What Is Spinal Stenosis?
Your spinal canal is the bony tunnel that runs through your vertebrae and houses the spinal cord and cauda equina (the bundle of nerve roots below the cord). In a healthy spine, there is adequate space for those neural structures to travel unimpeded. Spinal stenosis is what happens when that space shrinks.
The narrowing can occur in the central canal (compressing the cord or cauda equina directly) or in the neural foramina — the side exits through which individual nerve roots leave the spine (foraminal stenosis). Both types produce nerve compression, but their symptom patterns differ slightly.
Stenosis is almost always a consequence of other degenerative processes. Bulging or herniated discs reduce the anterior-posterior diameter of the canal. Thickening of the ligamentum flavum (a ligament running along the back of the canal) reduces it from behind. Bone spur formation from degenerative disc disease and facet joint arthritis contributes from multiple directions. In advanced cases, multiple factors combine to produce significant canal narrowing at one or more spinal levels.
Central vs. Foraminal Stenosis
- Central stenosis narrows the main spinal canal, compressing the cauda equina (in the lumbar spine) or the spinal cord (in the cervical spine). This typically causes bilateral symptoms — pain, weakness, or numbness affecting both legs or both arms.
- Foraminal stenosis narrows the exit openings for individual nerve roots, producing symptoms on one side — very similar to a herniated disc radiculopathy. Commonly caused by bone spurs at the posterior facet joint or uncinate process.
The Hallmark Symptom: Neurogenic Claudication
If you find yourself having to stop and sit down or lean on a shopping cart after walking a certain distance, then experiencing relief once you rest — only for the pain to return when you start walking again — you may have neurogenic claudication. This is the defining symptom of lumbar spinal stenosis.
It occurs because standing and walking in an upright posture brings the lumbar spine into slight extension, which further narrows the already-compromised canal. Flexion — sitting, bending forward, cycling — opens the canal and temporarily relieves nerve compression, which is why stenosis patients often feel better on a recumbent bike than on a treadmill.
Additional symptoms of lumbar stenosis include:
- Low back, buttock, and leg pain worsened by standing and walking
- Leg heaviness, weakness, or cramping with activity
- Numbness or tingling in the thighs, calves, or feet
- Relief when sitting, bending forward, or lying in a fetal position
- In severe cases: bowel or bladder changes (seek immediate evaluation if present)
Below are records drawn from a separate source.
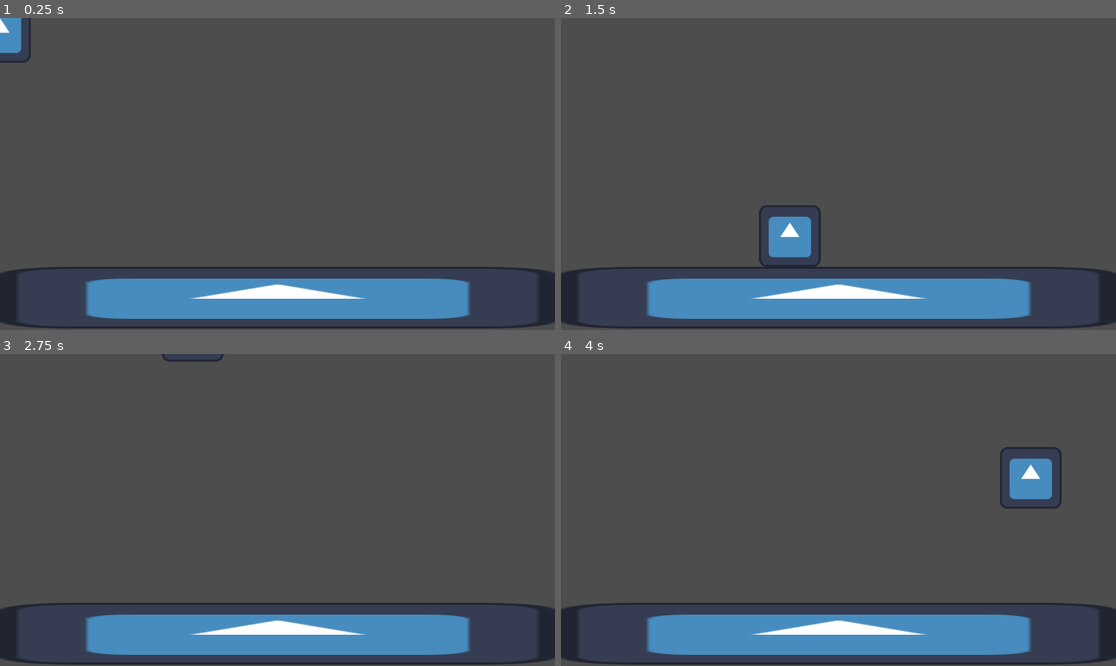
Above: before the commit, frames 1-4 (two rows, left to right).
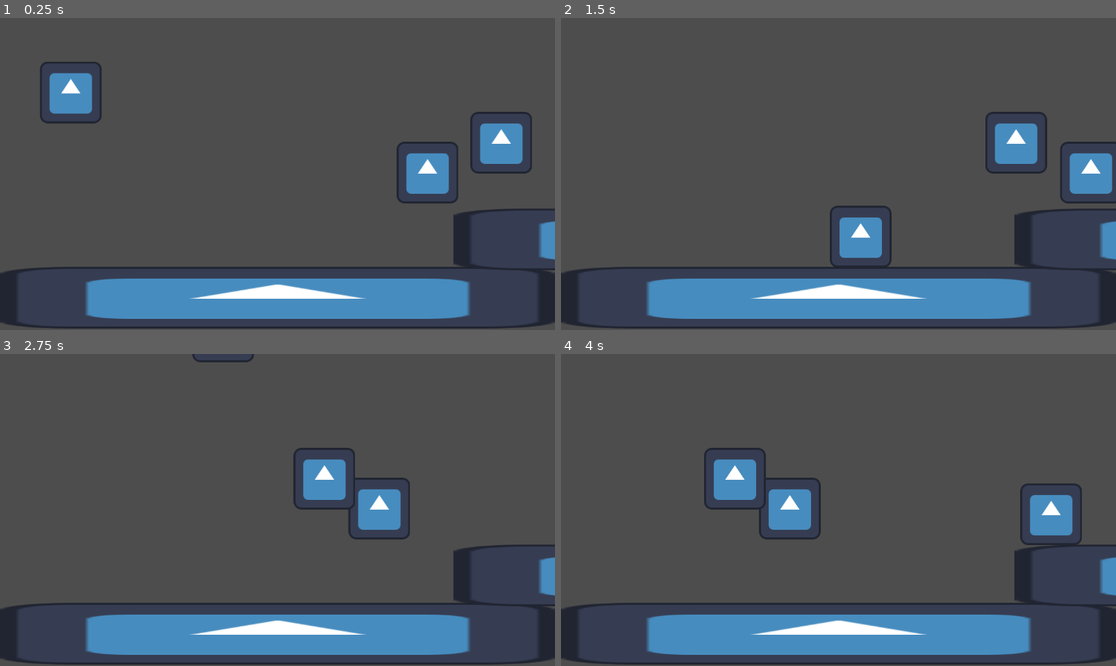
Above: after the commit, the same moments.

Repository: Starg0ne/CGJ-Ubuntu-Cheval-
Game: Godot game, scene res://scenes/level.tscn
Two runs of this game, one before a commit and one after it. Both use one fixed random seed, a clock stepped at 60 frames per second and the inputs below. The engine's default icon, where the game draws it, is replaced by a stand-in: a white triangle on a blue panel in a dark square.
Inputs:
- Up to frame 1 (0.25 s): no input
- Up to frame 2 (1.5 s): tap Enter (ui_accept) at 0.5, 0.77 s; hold Right (ui_right) from 0.53 s (still down)
- Up to frame 3 (2.75 s): tap Enter (ui_accept) at 1.52 s; release Right (ui_right) at 2.03 s; hold Left (ui_left) from 2.03 s (still down)
- Up to frame 4 (4 s): release Left (ui_left) at 2.78 s; hold Right (ui_right) from 2.78 s (still down); tap Enter (ui_accept) at 3.02, 3.77 s

The runs differ from the first frame. In frame 1, 5.5% of the frame differs, in the area x 0-100%, y 0-81%; in frame 2, 6.1%, in the area x 35-100%, y 30-81%; in frame 3, 3.8%; in frame 4, 5.9%.

Commit message:
Ennemie
Debut de la création des ennemis
Blocs qui se déplacent point A à B
Colision à peut etre changer.

Diff:
--- /dev/null
+++ b/ennemie.gd
@@ -0,0 +1,16 @@
+extends CharacterBody2D
+
+
+# On crée des variables réglables dans l'inspecteur
+@export var speed = 250.0
+var direction = 1  # 1 = droite, -1 = gauche
+
+func _physics_process(delta):
+	velocity.x = direction * speed * delta
+
+	move_and_collide(velocity)
+
+	if (position.x > 1000):
+		direction *= -1
+	elif (position.x < 0):
+		direction *= -1
--- /dev/null
+++ b/ennemie.tscn
@@ -0,0 +1,18 @@
+[gd_scene load_steps=4 format=3 uid="uid://blkgunxxcjkny"]
+
+[ext_resource type="Texture2D" uid="uid://dmse73bbdgro" path="res://assets/icon.svg" id="1_4nbo3"]
+[ext_resource type="Script" uid="uid://ce3i8nubw505m" path="res://ennemie.gd" id="1_yb4ka"]
+
+[sub_resource type="RectangleShape2D" id="RectangleShape2D_yb4ka"]
+size = Vector2(115, 117)
+
+[node name="Ennemie" type="CharacterBody2D"]
+script = ExtResource("1_yb4ka")
+
+[node name="Sprite2D" type="Sprite2D" parent="."]
+position = Vector2(148, 92)
+texture = ExtResource("1_4nbo3")
+
+[node name="CollisionShape2D" type="CollisionShape2D" parent="."]
+position = Vector2(148.5, 92.5)
+shape = SubResource("RectangleShape2D_yb4ka")
--- /dev/null
+++ b/plateforme_descendante.tscn
@@ -0,0 +1,32 @@
+[gd_scene load_steps=4 format=3 uid="uid://c60gcwt2v0tdj"]
+
+[ext_resource type="Texture2D" uid="uid://dmse73bbdgro" path="res://assets/icon.svg" id="2_v62gn"]
+
+[sub_resource type="GDScript" id="GDScript_1emhw"]
+script/source = "extends CharacterBody2D
+
+# On crée des variables réglables dans l'inspecteur
+@export var speed = 150.0
+var direction = 1  # 1 = droite, -1 = gauche
+
+func _physics_process(_delta):
+	velocity.y = direction * speed
+
+	move_and_slide()
+
+	if (position.y > 500):
+		direction *= -1
+	elif (position.y < 0):
+		direction *= -1
+"
+
+[sub_resource type="RectangleShape2D" id="RectangleShape2D_tc1c0"]
+
+[node name="plateformeDescendante" type="CharacterBody2D"]
+script = SubResource("GDScript_1emhw")
+
+[node name="Sprite2D" type="Sprite2D" parent="."]
+texture = ExtResource("2_v62gn")
+
+[node name="CollisionShape2D" type="CollisionShape2D" parent="."]
+shape = SubResource("RectangleShape2D_tc1c0")
--- a/scenes/level.tscn
+++ b/scenes/level.tscn
@@ -1,14 +1,16 @@
-[gd_scene load_steps=4 format=3 uid="uid://gkuidwu50df2"]
+[gd_scene load_steps=5 format=3 uid="uid://gkuidwu50df2"]
 
 [ext_resource type="Texture2D" uid="uid://dmse73bbdgro" path="res://assets/icon.svg" id="1_2q6dc"]
 [ext_resource type="PackedScene" uid="uid://doqxsjnp2uwbe" path="res://scenes/player.tscn" id="2_w7c3h"]
+[ext_resource type="PackedScene" uid="uid://blkgunxxcjkny" path="res://ennemie.tscn" id="3_w8frs"]
 
 [sub_resource type="RectangleShape2D" id="RectangleShape2D_2q6dc"]
-size = Vector2(1151.5, 129)
+size = Vector2(1155.25, 126.5)
 
 [node name="Level" type="Node2D"]
 
 [node name="Floor" type="StaticBody2D" parent="."]
+collision_layer = 4
 
 [node name="Sprite2D" type="Sprite2D" parent="Floor"]
 position = Vector2(576.5, 581)
@@ -19,4 +21,26 @@
 position = Vector2(576.25, 582.5)
 shape = SubResource("RectangleShape2D_2q6dc")
 
+[node name="Floor2" type="StaticBody2D" parent="."]
+collision_layer = 4
+
+[node name="Sprite2D" type="Sprite2D" parent="Floor2"]
+position = Vector2(1517.5, 460)
+scale = Vector2(9.0078125, 1)
+texture = ExtResource("1_2q6dc")
+
+[node name="CollisionShape2D" type="CollisionShape2D" parent="Floor2"]
+position = Vector2(1517.375, 461.25)
+shape = SubResource("RectangleShape2D_2q6dc")
+
 [node name="Player" parent="." instance=ExtResource("2_w7c3h")]
+position = Vector2(147, 126)
+collision_mask = 254
+
+[node name="Ennemie" parent="." instance=ExtResource("3_w8frs")]
+position = Vector2(677, 229)
+collision_layer = 2
+
+[node name="Ennemie2" parent="." instance=ExtResource("3_w8frs")]
+position = Vector2(830, 167)
+collision_layer = 2
Not shown, added: ennemie.gd.uid
Not shown, added: scenes/player.tscn6284348959.tmp
Not shown, added: scenes/player.tscn6302923581.tmp

Non-Surgical Treatment for Spinal Stenosis
Surgery for spinal stenosis — typically a laminectomy (removing the lamina to decompress the canal) — is a significant procedure with real risks including infection, blood clots, failed back surgery syndrome, and adjacent-segment disease. Evidence shows that many patients with mild to moderate stenosis do not have better long-term outcomes with surgery than with rigorous conservative care. We always exhaust non-surgical options first.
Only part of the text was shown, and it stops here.